Proving (1+x)^n approaches 1 + nx when x goes to zero

[U.Renko]

Homework Statement

I've heard this affirmation in an gravitation lecture. I thought it was interesting and decided to check it out. It turns out to be true so I decided to prove it.

I'm not a mathematician so proving stuff is not my department. Still I try to do some proofs just for fun.

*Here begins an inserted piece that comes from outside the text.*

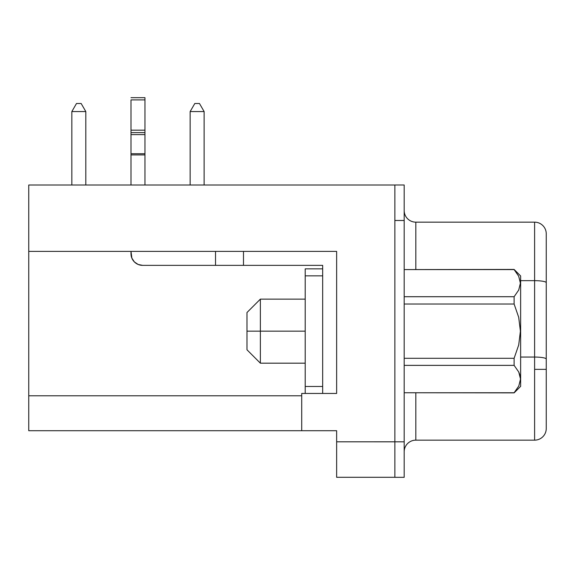<?xml version="1.0" encoding="UTF-8"?>
<svg xmlns="http://www.w3.org/2000/svg" width="575" height="575" viewBox="0 0 575 575"><rect width="100%" height="100%" fill="white"/><g stroke="black" fill="none" stroke-linecap="round" stroke-linejoin="round"><path stroke-width="0.86" d="M514.115 392.747L404.182 392.747L514.115 392.876L404.182 392.747L404.182 365.369L514.115 365.369L518.758 372.032L520.059 375.497L520.519 379.054L518.787 386.033L514.115 392.747L518.787 386.033L520.519 379.054L518.758 372.032L514.115 365.369L514.115 358.297L514.115 365.369L404.182 365.369L404.182 392.747M518.693 345.022L514.115 358.297L404.182 358.297L404.182 365.369L404.182 304.017L514.115 304.017L514.115 296.722L404.182 296.722L404.182 358.297L514.115 358.297L518.693 345.022L520.404 331.157L518.693 345.022M520.634 386.357L520.634 275.957L520.634 386.357L514.115 392.876M260.367 331.157L305.203 331.157L260.367 331.157L260.367 299.137L260.367 331.157L246.977 331.157L260.367 331.157L260.367 363.177L260.367 331.157M246.977 312.527L246.977 349.787L246.977 312.527L260.367 299.137L305.203 299.137M144.965 130.173L130.992 130.173L130.992 132.609L144.965 132.609L144.965 130.173L130.992 130.173L130.992 99.892L144.965 99.892L144.965 130.173L144.965 97.678L144.965 99.892L130.992 99.892L130.992 134.615L144.965 134.615L144.965 185.013L144.965 154.912L130.992 154.912L144.965 154.912L144.965 153.733L130.992 153.733L144.965 153.733L144.965 132.609L130.992 132.609L130.992 134.615L144.965 134.615L144.965 130.173M534.606 357.061L534.606 369.351L546.25 369.351L546.25 359.08A11.644 2.02 180 0 0 534.606 357.061L520.634 357.061L534.606 357.061A11.644 2.02 0 0 1 546.25 359.08L546.25 282.692L546.25 369.351L534.606 369.351L534.606 222.158L415.826 222.158L415.826 269.438L415.826 222.158A11.644 11.644 0 0 1 404.182 210.515A11.644 11.644 0 0 0 415.826 222.158L534.606 222.158A11.644 11.644 0 0 1 546.25 233.802A11.644 11.644 0 0 0 534.606 222.158L534.606 280.665A11.644 2.02 0 0 1 546.25 282.692L546.25 233.802L546.25 282.692A11.644 2.02 180 0 0 534.606 280.665L534.606 357.061M415.826 440.155A11.644 11.644 0 0 0 404.182 451.799A11.644 11.644 0 0 1 415.826 440.155L534.606 440.155L534.606 369.351L534.606 440.155A11.644 11.644 0 0 0 546.25 428.512L546.25 369.351L546.25 428.512A11.644 11.644 0 0 1 534.606 440.155L415.826 440.155L415.826 392.876L415.826 440.155M322.668 393.458L322.668 265.363L322.668 393.458L336.641 393.458L336.641 251.39L336.641 393.458L336.641 251.39L28.75 251.39L28.75 395.787L301.71 395.787L28.75 395.787L28.75 185.013L394.867 185.013L394.867 466.914L394.867 441.808L404.182 441.83L404.182 220.484L394.867 220.484L404.182 220.484L404.182 184.992L404.182 477.322L404.182 441.83L336.641 441.808L336.641 477.3L394.867 477.3L336.641 477.3L336.641 441.808L394.867 441.808L394.867 185.013L28.75 185.013L28.75 251.39L336.641 251.39L243.484 251.39L243.484 265.363L243.484 251.39M305.203 268.856L305.203 393.458L305.203 275.842L322.668 275.842L305.203 275.842L305.203 268.856L322.668 268.856L305.203 268.856M336.641 393.458L301.71 393.458L301.71 430.718L301.71 393.458L336.641 393.458M336.641 430.718L336.641 441.808L336.641 430.718L301.71 430.718L336.641 430.718M28.75 430.718L301.71 430.718L28.75 430.718L28.75 395.787L28.75 430.718M394.867 466.914L394.867 477.322L404.182 477.322L394.867 477.322L394.867 466.914M394.867 184.992L404.182 184.992L394.867 184.992M520.634 280.665L534.606 280.665L520.634 280.665M194.81 103.5L199.467 103.5L204.125 111.564L204.125 185.013L204.125 111.564L190.145 111.564L190.145 185.013L190.145 111.564L194.81 103.5L199.467 103.5L204.125 111.564L190.145 111.564L194.81 103.5M76.497 103.5L81.154 103.5L85.812 111.564L85.812 185.013L85.812 111.564L71.839 111.564L71.839 185.013L71.839 111.564L76.497 103.5L81.154 103.5L85.812 111.564L71.839 111.564L76.497 103.5M243.484 265.363L322.668 265.363L215.532 265.363L215.532 251.39L215.532 265.363L142.636 265.363L138.18 264.478L134.406 261.956L131.876 258.175L133.393 260.806M131.876 258.175L130.992 251.39L130.992 253.719A11.644 11.644 0 0 0 142.636 265.363L241.356 265.363M130.992 185.013L130.992 134.615L130.992 185.013M322.668 386.472L305.203 386.472L322.668 386.472M518.686 317.271L520.404 331.157L518.686 317.271L514.115 304.017L518.686 317.271M514.115 296.722L514.115 304.017L404.182 304.017L404.182 269.582L514.115 269.582L518.679 276.194L520.404 283.152L518.7 290.066L514.115 296.722L404.182 296.722L404.182 269.582L514.115 269.438L518.679 276.194L520.404 283.152L518.7 290.066L514.115 296.722M520.634 275.957L514.115 269.438L404.182 269.582M130.992 97.678L144.965 97.678M305.203 363.177L260.367 363.177L246.977 349.787"/></g></svg>

I hope I don't make your eyes bleed or something.

Homework Equations

\lim_{x \rightarrow 0} (1 + x)^n

The Attempt at a Solution

I'm not sure if I should try prooving by epsilon-delta or by mathematical induction (if that is even possible)
I did try by mathematical induction but it didnt look convincing

How would you do it?

 

[Infinitum]

\lim_{x \to 0} (1 + x)^n

Apply binomial expansion to this equation and then the concept of limits.

 

[Curious3141]

Try Binomial Theorem.

While it is correct to say {(1+x)}^n \approx 1+nx for sufficiently small x, the actual limit of the expression as x tends to zero is simply 1.

 

[micromass]

It's impossible to prove this until you rigorized what the statement means.

I think the best rigorous version of this statement is that y=1+nx is the tangent line of y=(1+x)ⁿ at the point x=0.

Or, it could mean

\lim_{x\rightarrow 0} \frac{(1+x)^n-(1+nx)}{x}=0

which means that the functions are equal up to first order.

Try to prove these two statements.